AT CAMBRIDGE, BEFORE THE SOCIETY OF PHI BETA

KAPPA, AUGUST 26, 1824 :

BY EDWARD EVERETT.

MR. PRESIDENT, AND GENTLEMEN, In discharging the honorable trust of being the public organ of your sentiments on this occasion, I have been anxious that the hour, which we here pass together, should be occupied by those reflections exclusively, which belong to us as scholars. Our association in this fraternity is academical; we engaged in it before our alma mater dismissed us from her venerable roof, to wander in the various paths of life; and we have now come together in the academical holidays, from every variety of pursuit, from almost every part of our country, to meet on common ground, as the brethren of one literary household. The professional cares of life, like the conflicting tribes of Greece, have proclaimed to us a short armistice, that we may come up in peace to our Olympia.

But from the wide field of literary speculation, and the innumerable subjects of meditation which arise in it, a selection must be made. And it has seemed to me proper, that we should direct our thoughts, not merely to a subject of interest to scholars, but to one, which may recommend itself as peculiarly appropriate to us. If that old man eloquent, whom the dishonest victory at Cheronæa killed with report,' could devote fifteen years to the composition of his Panegyric on Athens, I shall need no excuse to a society of Ameri. can scholars, in choosing for the theme of an address,

on an occasion like this, the peculiar motives to intellectual exertion in America. In this subject that curiosity, which every scholar feels in tracing and comparing the springs of mental activity, is heightened and dignified, by the important connexion of the inquiry with the condition and prospects of our native land.

In the full comprehension of the terms, the motives to intellectual exertion in a country embrace the most important springs of national character. Pursued into its details, the study of these springs of national character is often little better than fanciful speculation. The questions, why Asia has almost always been the abode of despotism; and Europe more propitious to liberty; why the Egyptians were abject and melancholy; the Greeks inventive, elegant and versatile; the Romans stern, saturnine, and, in matters of literature, for the most part servile imitators of a people, whom they conquered, despised, and never equalled ; why tribes of barbarians from the north and east, not known to differ essentially from each other, at the time of their settlement in Europe, should have laid the foundation of national characters so dissimilar, as those of the Spanish, French, German, and English nations; these are questions to which a few general answers may be attempted, that will probably be just and safe, only in proportion as they are vague and comprehensive. Difficult as it is, even in the individual man, to point out precisely the causes, under the influence of which members of the same community and of the same family, placed apparently in the same circumstances, grow up with characters the most diverse; it is infinitely more difficult to perform the same analysis on a subject so vast as a nation; where it is first not a small question what the character is, before you touch the inquiry into the circumstances by which it was formed.

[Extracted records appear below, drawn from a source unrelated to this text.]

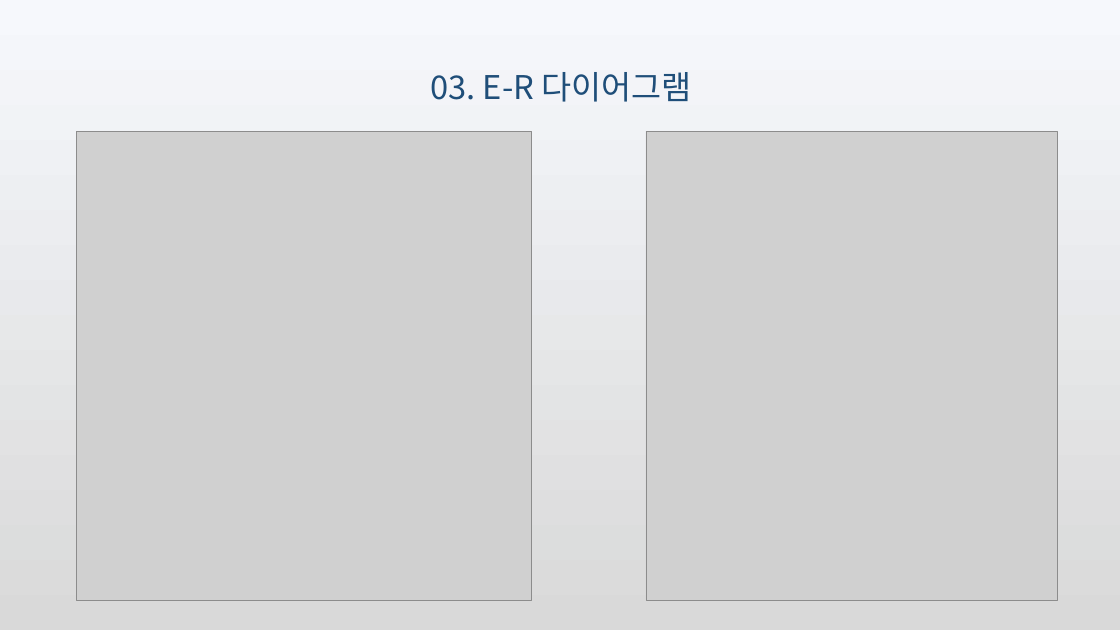
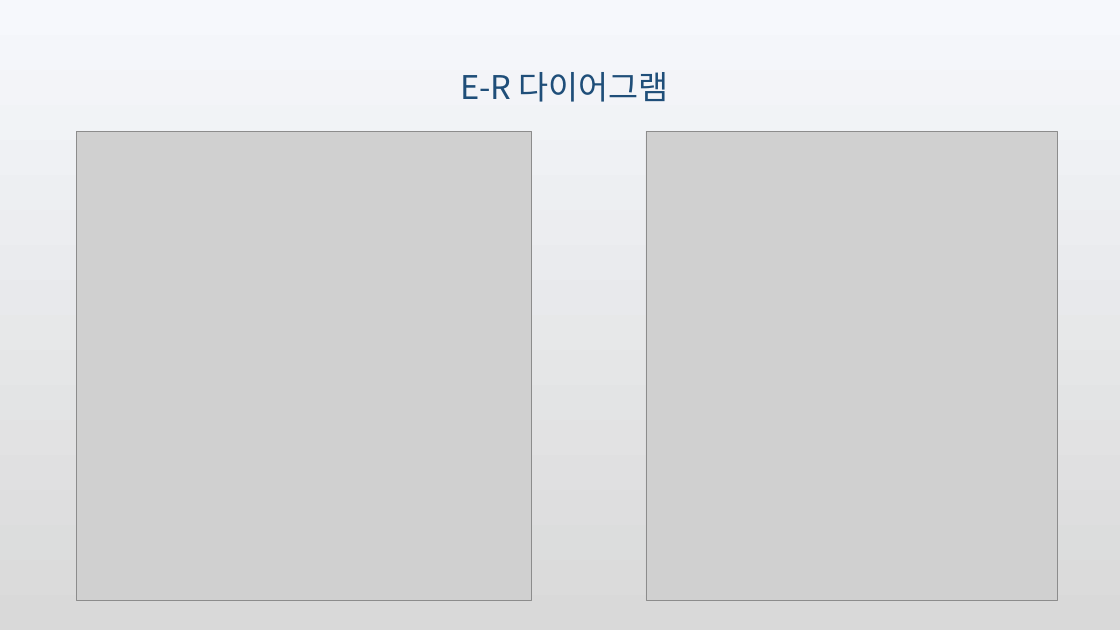
Before and after one commit to eugyeong/db202002, a slide deck: slide 4 of 텀프로젝트/텀프로젝트_최종/텀프로젝트_발표_2017112085_이유경.pptx. Drawn at 1120x630 pixels with LibreOffice and Linux fonts; fonts in the diff are those of the drawing; grey boxes stand for pictures. Boxes give left, top, right and bottom in pixels: in the first picture for what was removed or moved away, otherwise in the second. Text is boxed around its words. In the diff, an @@ line names an element or a change of style, - is before the commit and + after.

```diff
--- a/텀프로젝트/텀프로젝트_최종/텀프로젝트_발표_2017112085_이유경.pptx
+++ b/텀프로젝트/텀프로젝트_최종/텀프로젝트_발표_2017112085_이유경.pptx
@@ text at bbox=[460, 72, 669, 102]: text changed @@
-03. E-R 다이어그램
+E-R 다이어그램
```
Also in this commit, not shown: 2 other slides changed, 1 slide added.

But as, in the case of individual character, there are certain causes of undisputed and powerful opera

tion; there are also in national character, causes equally undisputed of improvement and excellence, on the one hand, and of degeneracy and decline, on the other. The philosophical student of history, the impartial observer of man, may often fix on circumstances, which, in their operation on the minds of the people, in furnishing the motives and giving the direction to intellectual exertion, have had the chief agency in making them what they were or are. Nor are there many exercises of the speculative principle more elevated than this. It is in the highest degree curious to trace physical facts into their political, intellectual and moral consequences; and to show how the climate, the geographical position, and even the particular topography of a region connect themselves by evident association, with the state of society, its predominating pursuits, and characteristic institutions.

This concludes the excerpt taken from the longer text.